Professor Newby sat still, holding his sherry glass in front of him with both hands, gently turning the glass and watching the slow movement of the drink. Edgar’s sherry remained untouched.

‘This has the makings of something most interesting, Captain Edgar. In the fullness of time we will grant Nurse Mercier her request. Until then, we have her exactly where we want her.’

ooo000ooo

 

CHAPTER FIVE

Surrey, August 1933

Owen Quinn had spent the summer of 1933 watching and playing as much cricket as he could manage and watching his grandfather die at a hospital in Guildford.

He was still a few months short of his sixteenth birthday, unaware that these few weeks would mark his transition from childhood to adulthood.

The summer had started very promisingly. His grandfather’s illness that no one discussed meant that he was able to use his ticket for the Test Match against the West Indies at the Oval. The ticket allowed entry every day although the match ended early on the third day thanks to the English bowler, Marriott, taking eleven West Indies wickets. He spent the rest of the day exploring the heart of London. He walked down Whitehall to the Houses of Parliament. Quinn had stood outside 10 Downing Street and Buckingham Palace and even gone into some of the shops in Oxford Street. He had sat by a small lake in St James’s Park eating his cheese and pickle sandwiches, before walking back to Waterloo Station to catch a train home in a carriage full of businessmen and civil servants. He could not imagine being happier.

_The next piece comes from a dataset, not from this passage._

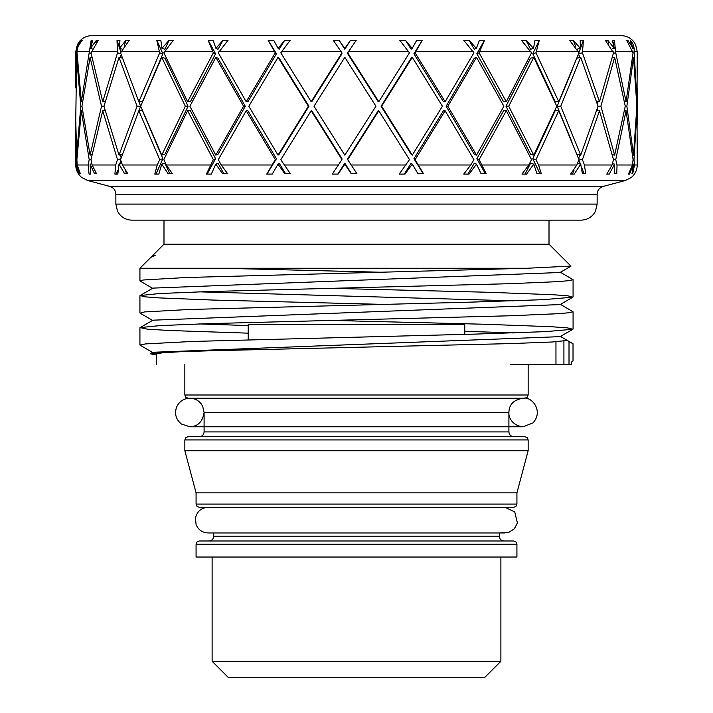 <?xml version="1.0" encoding="UTF-8"?>
<svg xmlns="http://www.w3.org/2000/svg" width="713" height="713" viewBox="0 0 713 713"><rect width="100%" height="100%" fill="white"/><g stroke="black" fill="none" stroke-linecap="round" stroke-linejoin="round"><path stroke-width="1.07" d="M504.091 507.3L356.5 507.3L513.716 507.3L516.007 506.346L516.925 504.091L196.075 504.091L196.993 506.346L199.284 507.3L356.5 507.3M222.741 268.266L382.373 272.277M560.035 272.054L573.065 279.683L569.036 280.672L556.987 281.671L511.168 283.649L208.027 291.564L159.418 293.542L140.087 295.53L144.757 296.804L158.981 297.891L212.813 300.048L382.373 304.362M560.044 304.139L573.074 311.768L569.01 312.757L557.022 313.747L511.194 315.734L208.107 323.649L159.498 325.627L140.122 327.606L147.288 329.148L168.954 330.484L248.213 333.158M560.062 336.233L573.029 343.746L567.022 340.457L552.432 341.982L510.829 343.595L185.683 351.366L151.147 353.523L150.327 353.782L156.263 354.994M152.359 256.101L155.265 255.432L150.88 257.331M500.579 268.266L513.485 268.748M560.035 272.5L152.939 288.105L140.087 295.53M199.515 291.849L513.494 300.833M560.035 304.585L152.965 320.182L140.122 327.606M199.497 323.934L248.213 325.565M464.787 331.287L513.476 332.918M560.106 336.643L152.947 352.267L150.327 353.782M152.965 352.712L154.177 353.087M155.265 255.432L151.602 256.796M569.01 341.572L569.01 364.521L571.568 364.521L571.568 361.99L573.02 361.01L573.02 343.755L573.02 361.019M152.956 352.703L139.944 345.083L145.55 343.916L192.287 341.456L475.91 334.076L546.015 331.616L572.913 329.246L567.414 327.873L550.81 326.697L484.403 324.246L330.627 320.404M152.965 320.627L140.122 313.203L144.436 311.946L188.954 309.487L471.551 302.116L543.449 299.656L572.842 297.196L567.985 295.842L553.038 294.736L488.548 292.277L330.627 288.319M152.965 288.542L139.935 280.913L143.447 279.986L185.728 277.526L526.836 268.266L139.926 268.266L139.926 280.913M526.845 268.266L570.899 266.092M569.01 364.521L563.921 364.521L563.921 340.457M248.204 349.548L180.719 351.723L162.439 352.801L156.263 353.942M555.962 341.768L555.962 364.521L563.921 364.521M555.962 364.521L510.758 364.521M184.845 395.002L185.763 397.257L188.054 398.211L524.946 398.211L527.237 397.257L528.155 395.002L184.845 395.002L184.845 364.521M152.261 255.931L163.99 244.202L549.01 244.202L570.926 266.118M115.862 204.096L117.502 211.155L119.303 214.025C122.574 217.991 126.771 220.023 131.905 220.139L581.095 220.139C586.229 220.023 590.426 217.991 593.697 214.025L595.498 211.155L597.138 204.096L597.138 194.212L115.862 194.212L115.862 204.096L597.138 204.096M633.055 159.489L634 159.667L634.49 164.997L632.752 173.615L632.003 173.615L633.545 164.142L629.561 174.097L628.42 174.097L632.458 164.997L633.073 159.623L626.076 110.738L615.747 159.667L617.03 164.997L616.781 173.615L614.704 173.615L614.633 164.142L609.25 174.097L606.781 174.097L612.075 164.997L613.492 159.623L599.49 110.738L582.432 159.667L584.428 164.997L585.694 173.615L582.396 173.615L580.712 164.142L574.25 174.097L570.596 174.097L576.844 164.997L578.974 159.623L558.769 110.738L535.98 159.667L538.573 164.997L541.283 173.615L536.96 173.615L533.761 164.142L526.604 174.097L521.969 174.097L528.814 164.997L531.533 159.623L506.301 110.738L479.1 159.667L486.132 173.615L481.034 173.615L476.516 164.142L469.065 174.097L463.726 174.097L470.758 164.997L473.913 159.623L445.126 110.738L415.1 159.667L423.451 173.615L417.871 173.615L412.292 164.142L404.984 174.097L399.253 174.097L409.467 159.623L378.799 110.738L347.694 159.667L356.874 173.615L351.144 173.615L344.825 164.142L338.087 174.097L332.294 174.097L341.955 159.623L311.18 110.738L280.797 159.667L290.28 173.615L284.728 173.615L278.034 164.142L272.259 174.097L266.742 174.097L275.28 159.623L246.19 110.738L218.294 159.667L221.253 164.997L227.527 173.615L222.483 173.615L215.807 164.142L211.324 174.097L206.405 174.097L213.33 159.623L187.617 110.738L163.83 159.667L166.307 164.997L172.279 173.615L168.018 173.615L161.753 164.142L158.83 174.097L154.792 174.097L157.243 164.997L159.694 159.623L138.848 110.738L120.559 159.667L122.413 164.997L127.734 173.615L124.517 173.615L119.018 164.142L117.823 174.097L114.9 174.097L115.702 164.997L117.502 159.623L102.734 110.738L91.006 159.667L92.129 164.997L96.478 173.615L94.499 173.615L90.088 164.142L90.685 174.097L89.054 174.097L88.154 164.997L89.196 159.623L81.371 110.738L76.879 159.667L77.2 164.997L80.337 173.615L79.704 173.615L76.683 164.997L77.138 164.052M76.639 164.142L79 174.097L76.211 164.997L75.774 124.552M79.704 173.615L80.337 173.615M476.516 155.149L503.886 106.237L476.516 57.325L474.279 58.243L446.124 106.237L447.826 106.237L476.516 155.149L474.279 154.231L446.124 106.237M476.355 48.395L474.279 49.25L469.011 40.24L476.355 48.395L479.43 40.24L484.528 40.24L479.1 52.807L506.301 101.736L531.533 52.851L521.417 40.24L526.042 40.24L533.538 48.395L534.973 40.24L539.304 40.24L532.789 53.725L535.98 52.807L558.769 101.736L578.974 52.851L569.571 40.24L573.216 40.24L580.427 48.395L580.15 40.24L583.457 40.24L578.885 52.619M412.203 48.395L411.134 49.25L405.447 40.24L412.203 48.395L416.74 40.24L422.319 40.24L415.1 52.807L445.126 101.736L473.913 52.851L463.691 40.24L469.011 40.24M445.126 101.736L443.424 101.736L413.95 53.725L415.1 52.807M422.319 40.24L413.95 53.725M344.825 49.25L339.04 40.24L344.825 48.395L344.825 49.25L350.546 40.24L356.277 40.24L347.694 52.807L378.799 101.736L409.467 52.851L399.726 40.24L405.447 40.24M378.799 101.736L378.22 101.736L347.694 53.725L347.694 52.807M124.294 45.4L126.085 40.24L129.285 40.24L120.559 52.807L138.848 101.736L159.694 52.851L156.771 40.24L160.817 40.24L161.976 48.395L164.944 49.25L169.106 40.24L173.357 40.24L163.83 52.807L187.617 101.736L213.33 52.851L208.134 40.24L213.062 40.24L215.959 48.395L218.044 49.25L223.026 40.24L228.071 40.24L218.294 52.807L246.19 101.736L275.28 52.851L268.124 40.24L273.64 40.24L278.115 48.395L279.184 49.25L284.701 40.24L290.244 40.24L280.797 52.807L311.18 101.736L341.955 52.851L333.247 40.24L339.04 40.24M311.18 101.736L311.759 101.736L341.955 53.769L341.955 52.851M268.124 40.24L276.43 53.769L275.28 52.851M246.19 101.736L247.901 101.736L276.43 53.769M208.134 40.24L215.567 53.769L213.33 52.851M187.617 101.736L190.353 101.736L215.567 53.769M156.771 40.24L162.885 53.769L159.694 52.851M138.848 101.736L142.457 101.736L162.885 53.769M95.943 42.628L96.451 40.24L98.421 40.24L91.006 52.807L102.734 101.736L117.502 52.851L117.012 40.24L119.953 40.24L119.303 48.395L126.085 40.24M117.012 40.24L119.053 46.514M119.704 48.484L120.853 51.96M120.203 57.601L121.183 54.607M81.888 40.873L82.556 40.24C79.125 43.493 77.254 47.316 76.942 51.693L81.371 101.736L91.175 40.24L92.824 40.24L90.408 48.395L96.451 40.24M91.175 40.24L91.567 42.459M75.774 87.922L76.371 51.693C76.246 47.281 77.708 43.457 80.756 40.24L76.977 48.395L81.924 40.24M627.903 41.425L627.77 40.24L633.206 48.395L630.328 41.069M608.599 43.315L607.788 40.24L614.312 48.395L612.324 40.24L614.419 40.24L615.747 52.807L626.076 101.736L633.073 52.851L626.638 40.24L627.77 40.24M614.419 40.24L613.733 43.252M583.457 40.24L582.432 52.807L599.49 101.736L613.492 52.851L605.337 40.24L607.788 40.24M579.901 57.512L578.831 54.687M575.694 46.541L573.216 40.24M558.769 101.736L555.169 101.736L532.789 53.725M533.538 48.395L530.57 49.25L526.042 40.24M506.301 101.736L503.565 101.736L476.863 53.725L479.1 52.807M506.301 110.738L503.565 110.738L476.863 158.749L479.1 159.667M533.761 164.142L530.57 163.224L525.089 174.097M539.964 173.615L532.789 158.749L535.98 159.667M558.769 110.738L555.169 110.738L532.789 158.749M574.099 170.006L572.468 174.097M582.396 173.615L583.956 173.615L582.013 168.277M580.462 164.088L578.885 159.855M579.901 154.962L578.831 157.787M607.503 173.312L606.781 174.097M120.203 154.873L121.183 157.867M117.823 174.097L116.415 174.097L117.618 170.354M119.704 163.99L120.853 160.514M125.711 171.165L126.566 173.615L127.734 173.615M138.848 110.738L142.457 110.738L162.885 158.705L159.694 159.623M155.942 174.097L162.885 158.705M161.753 164.142L164.944 163.224L169.756 173.615M187.617 110.738L190.353 110.738L215.567 158.705L213.33 159.623M207.126 174.097L215.567 158.705M215.807 164.142L218.044 163.224L223.793 173.615M246.19 110.738L247.901 110.738L276.43 158.705L275.28 159.623M266.983 174.097L276.43 158.705M278.034 164.142L279.184 163.224L285.548 173.615M311.18 110.738L311.759 110.738L341.955 158.705L341.955 159.623M344.825 164.142L344.825 163.224L337.846 174.097M344.825 163.224L351.42 173.615M378.799 110.738L378.22 110.738L347.694 158.749L347.694 159.667M412.292 164.142L411.134 163.224L404.271 174.097M423.166 173.615L413.95 158.749L415.1 159.667M445.126 110.738L443.424 110.738L413.95 158.749M476.516 164.142L474.279 163.224L467.915 174.097M138.901 101.736L140.292 105.283M138.901 110.738L140.292 107.191M218.044 58.243L245.281 106.237L243.579 106.237L215.807 57.325L218.044 58.243M215.807 57.325L189.899 106.237L215.807 155.149L218.044 154.231L245.281 106.237M572.084 70.239L557.138 106.237L560.739 106.237L580.712 155.149L576.879 154.258M572.084 142.235L557.138 106.237M598.029 101.736L597.325 104.018M598.029 110.738L597.325 108.456M533.761 155.149L556.782 106.237L533.761 57.325L530.57 58.243L505.972 106.237L508.708 106.237L533.761 155.149L530.57 154.231L505.972 106.237M412.292 155.149L442.416 106.237L412.292 57.325L411.134 58.243L381.063 106.237L381.642 106.237L412.292 155.149L411.134 154.231L381.063 106.237M279.184 58.243L308.952 106.237L308.373 106.237L278.034 57.325L279.184 58.243M278.034 57.325L248.819 106.237L278.034 155.149L279.184 154.231L308.952 106.237M164.944 58.243L188.08 106.237L185.344 106.237L161.753 57.325L164.944 58.243M161.753 57.325L140.666 106.237L161.753 155.149L164.944 154.231L188.08 106.237M539.304 40.24L535.98 52.807M630.39 40.24C633.242 43.511 634.481 47.334 634.107 51.693L637.003 101.736L637.244 51.693L635.604 44.634L633.723 41.666C630.461 37.762 626.281 35.757 621.201 35.65L91.799 35.65C86.719 35.757 82.539 37.762 79.277 41.666L77.396 44.634L75.756 51.693L76.371 51.693M161.976 48.395L169.106 40.24M215.959 48.395L223.026 40.24M278.115 48.395L284.701 40.24M344.825 48.395L350.546 40.24M633.055 52.985L634 52.807M633.206 48.395L632.253 48.573M485.312 173.615L476.863 158.749M484.528 40.24L476.863 53.725M91.095 159.231L89.196 159.623M90.088 164.142L91.87 163.785M120.845 158.847L117.502 159.623M119.018 164.142L121.887 163.482M580.712 164.142L577.485 163.402M578.653 158.794L582.432 159.667M614.633 164.142L612.422 163.696M613.376 159.186L615.747 159.667M633.545 164.142L632.574 163.954M632.752 173.615L632.003 173.615M597.138 194.212C597.378 190.291 599.357 187.706 603.082 186.458L109.918 186.458L87.646 180.496L625.354 180.496L631.219 177.528C635.123 174.266 637.137 170.086 637.244 164.997L637.003 110.738L634 159.667M140.666 106.237L137.065 106.237L119.018 57.325L103.973 106.237L101.531 106.237L90.088 57.325L81.95 106.237L80.819 106.237L76.639 57.325L75.756 120.042L76.639 155.149L77.156 155.051M76.888 159.534L76.425 159.623M81.95 106.237L90.088 155.149L92.048 154.748M81.371 101.736L82.565 101.736M76.977 48.395L77.476 48.493M81.371 110.738L82.565 110.738M76.639 57.325L77.156 57.423M76.888 52.94L76.425 52.851M103.973 106.237L119.018 155.149L122.422 154.364M102.734 101.736L105.23 101.736M90.408 48.395L92.137 48.751M102.734 110.738L105.23 110.738M90.088 57.325L92.048 57.726M91.095 53.243L89.196 52.851M119.303 48.395L122.083 49.037M119.018 57.325L122.422 58.11M120.845 53.627L117.502 52.851M313.996 106.237L344.825 155.149L375.956 106.237L344.825 57.325L313.996 106.237M580.712 155.149L598.047 106.237L600.899 106.237L614.633 155.149L612.2 154.65M578.653 53.68L582.432 52.807M599.49 101.736L596.576 101.736M580.427 48.395L577.298 49.117M599.49 110.738L596.576 110.738M598.047 106.237L580.712 57.325L576.879 58.216M626.076 110.738L624.428 110.738M614.633 155.149L625.265 106.237L614.633 57.325L612.2 57.824M625.265 106.237L626.861 106.237L633.545 155.149L632.547 154.953M613.376 53.288L615.747 52.807M626.076 101.736L624.428 101.736M614.312 48.395L612.164 48.832M633.545 155.149L636.869 106.237L637.226 124.552M637.226 87.922L637.11 106.237M76.639 155.149L80.819 106.237M90.088 155.149L101.531 106.237M119.018 155.149L137.065 106.237M161.753 155.149L185.344 106.237M215.807 155.149L243.579 106.237M278.034 155.149L308.373 106.237M412.292 57.325L381.642 106.237M476.516 57.325L447.826 106.237M533.761 57.325L508.708 106.237M580.712 57.325L560.739 106.237M614.633 57.325L600.899 106.237M636.869 106.237L633.545 57.325L626.861 106.237M633.545 57.325L632.547 57.521M204.096 431.9L204.096 412.488L508.904 412.488C509.02 408.201 510.178 400.26 523.182 398.211C532.05 396.25 543.814 411.463 532.905 422.943L523.182 426.766L508.904 426.766L523.182 426.766C512.335 426.098 508.244 416.74 508.904 412.488L508.904 431.9L204.096 431.9C203.838 434.796 202.234 436.401 199.284 436.712M248.213 339.736L248.213 324.415L464.787 324.415L464.787 334.388M500.882 661.308L212.118 661.308L228.16 677.35L484.84 677.35L500.882 661.308L500.882 557.031M196.075 544.197L196.075 557.031L516.925 557.031L516.925 544.197L516.007 541.942L513.716 540.989L199.284 540.989L196.993 541.942L196.075 544.197L516.925 544.197M356.5 540.989L504.091 540.989C501.141 540.677 499.537 539.073 499.278 536.176L213.722 536.176C213.463 539.073 211.859 540.677 208.909 540.989M196.075 504.091L196.075 492.861L516.925 492.861L528.155 450.723L528.155 439.921L527.237 437.666L524.946 436.712L188.054 436.712L185.763 437.666L184.845 439.921L528.155 439.921M196.075 492.861L184.845 450.723L528.155 450.723M76.211 164.997L75.756 164.997L75.756 129.044M637.244 164.997L634.49 164.997M632.458 164.997L617.03 164.997M612.075 164.997L584.428 164.997M581.042 164.997L580.382 164.997M576.844 164.997L538.573 164.997M534.189 164.997L533.342 164.997M528.814 164.997L482.148 164.997M477.006 164.997L476.017 164.997M470.758 164.997L418.415 164.997M412.818 164.997L411.749 164.997M406.071 164.997L351.081 164.997M345.359 164.997L344.272 164.997M338.497 164.997L284.059 164.997M278.551 164.997L277.509 164.997M271.974 164.997L221.253 164.997M216.271 164.997L215.335 164.997M210.362 164.997L166.307 164.997M162.145 164.997L161.361 164.997M157.243 164.997L122.413 164.997M119.312 164.997L118.723 164.997M115.702 164.997L92.129 164.997M88.154 164.997L77.2 164.997M348.399 51.693L408.736 51.693M415.795 51.693L473.236 51.693M479.742 51.693L530.944 51.693M536.524 51.693L578.519 51.693M582.851 51.693L613.189 51.693M616.014 51.693L632.939 51.693M634.107 51.693L637.244 51.693M76.942 51.693L88.965 51.693M91.237 51.693L117.11 51.693M120.943 51.693L159.159 51.693M164.346 51.693L212.688 51.693M218.909 51.693L274.567 51.693M281.475 51.693L341.206 51.693M152.974 256.457L152.324 256.083M560.062 272.5L570.881 266.243M560.07 304.585L572.904 297.161M560.07 336.661L572.913 329.246M573.074 329.041L573.074 311.768M573.074 296.956L573.074 279.683M139.926 345.083L139.926 327.811M139.926 312.998L139.926 295.726M156.263 364.521L156.263 353.889M528.155 395.002L528.155 364.521M150.871 257.322L139.926 268.266M549.01 244.202L549.01 220.139M163.99 244.202L163.99 220.139M109.918 186.458C113.643 187.706 115.622 190.291 115.862 194.212M603.082 186.458L625.354 180.496M87.646 180.496L81.781 177.528C77.877 174.266 75.863 170.086 75.756 164.997M75.756 83.43L75.756 51.693M637.244 120.042L637.244 92.432M212.118 661.308L212.118 557.031M499.278 536.176L499.278 532.967L508.797 532.361L514.367 528.796L517.415 522.932L514.733 511.898L504.893 507.3M213.722 536.176L213.722 532.967M208.107 507.3C201.235 507.808 197.011 511.417 195.433 518.119L196.111 524.697C198.401 529.928 202.394 532.691 208.107 532.967L504.893 532.967M516.925 504.091L516.925 492.861M184.845 450.723L184.845 439.921M508.904 431.9C509.162 434.796 510.766 436.401 513.716 436.712M204.096 426.766L189.818 426.766C197.84 426.543 202.599 421.784 204.096 412.488L202.688 406.312L201.102 403.736C198.187 400.153 194.435 398.317 189.818 398.211C183.571 398.505 179.15 401.499 176.557 407.185C174.346 413.888 175.959 419.502 181.387 424.012L189.818 426.766L508.904 426.766"/></g></svg>

Cricket was still his passion. In the past year he had become taller and his slender figure had filled out enough for him to become a useful quick bowler and a careful batsman in the summer and a quick defender in the winter. His grandfather had taken to coaching him and came to watch him when he could. After one game, when Owen had taken four wickets and scored a match-winning 43 his grandfather had briefly placed an arm round his shoulder as they walked to the car. ‘You played like a proper Yorkshire man then.’ Owen knew it was meant as the ultimate compliment.

But other passions were creeping in, though Quinn was too naive at the time to recognise them for what they were. He was in the top French class at his grammar school and towards the end of term their teacher, grateful for such a responsive group of students, took the enthusiastic class to London to see a French film that he told them all of France was talking about. Feeling at the height of sophistication and allowed to wear their own clothes, the small group of boys travelled up from Surrey in the company of Mr. Bennett, who despite his impeccable English accent which even extended to when he spoke French, still insisted on being addressed as Monsieur Bennett.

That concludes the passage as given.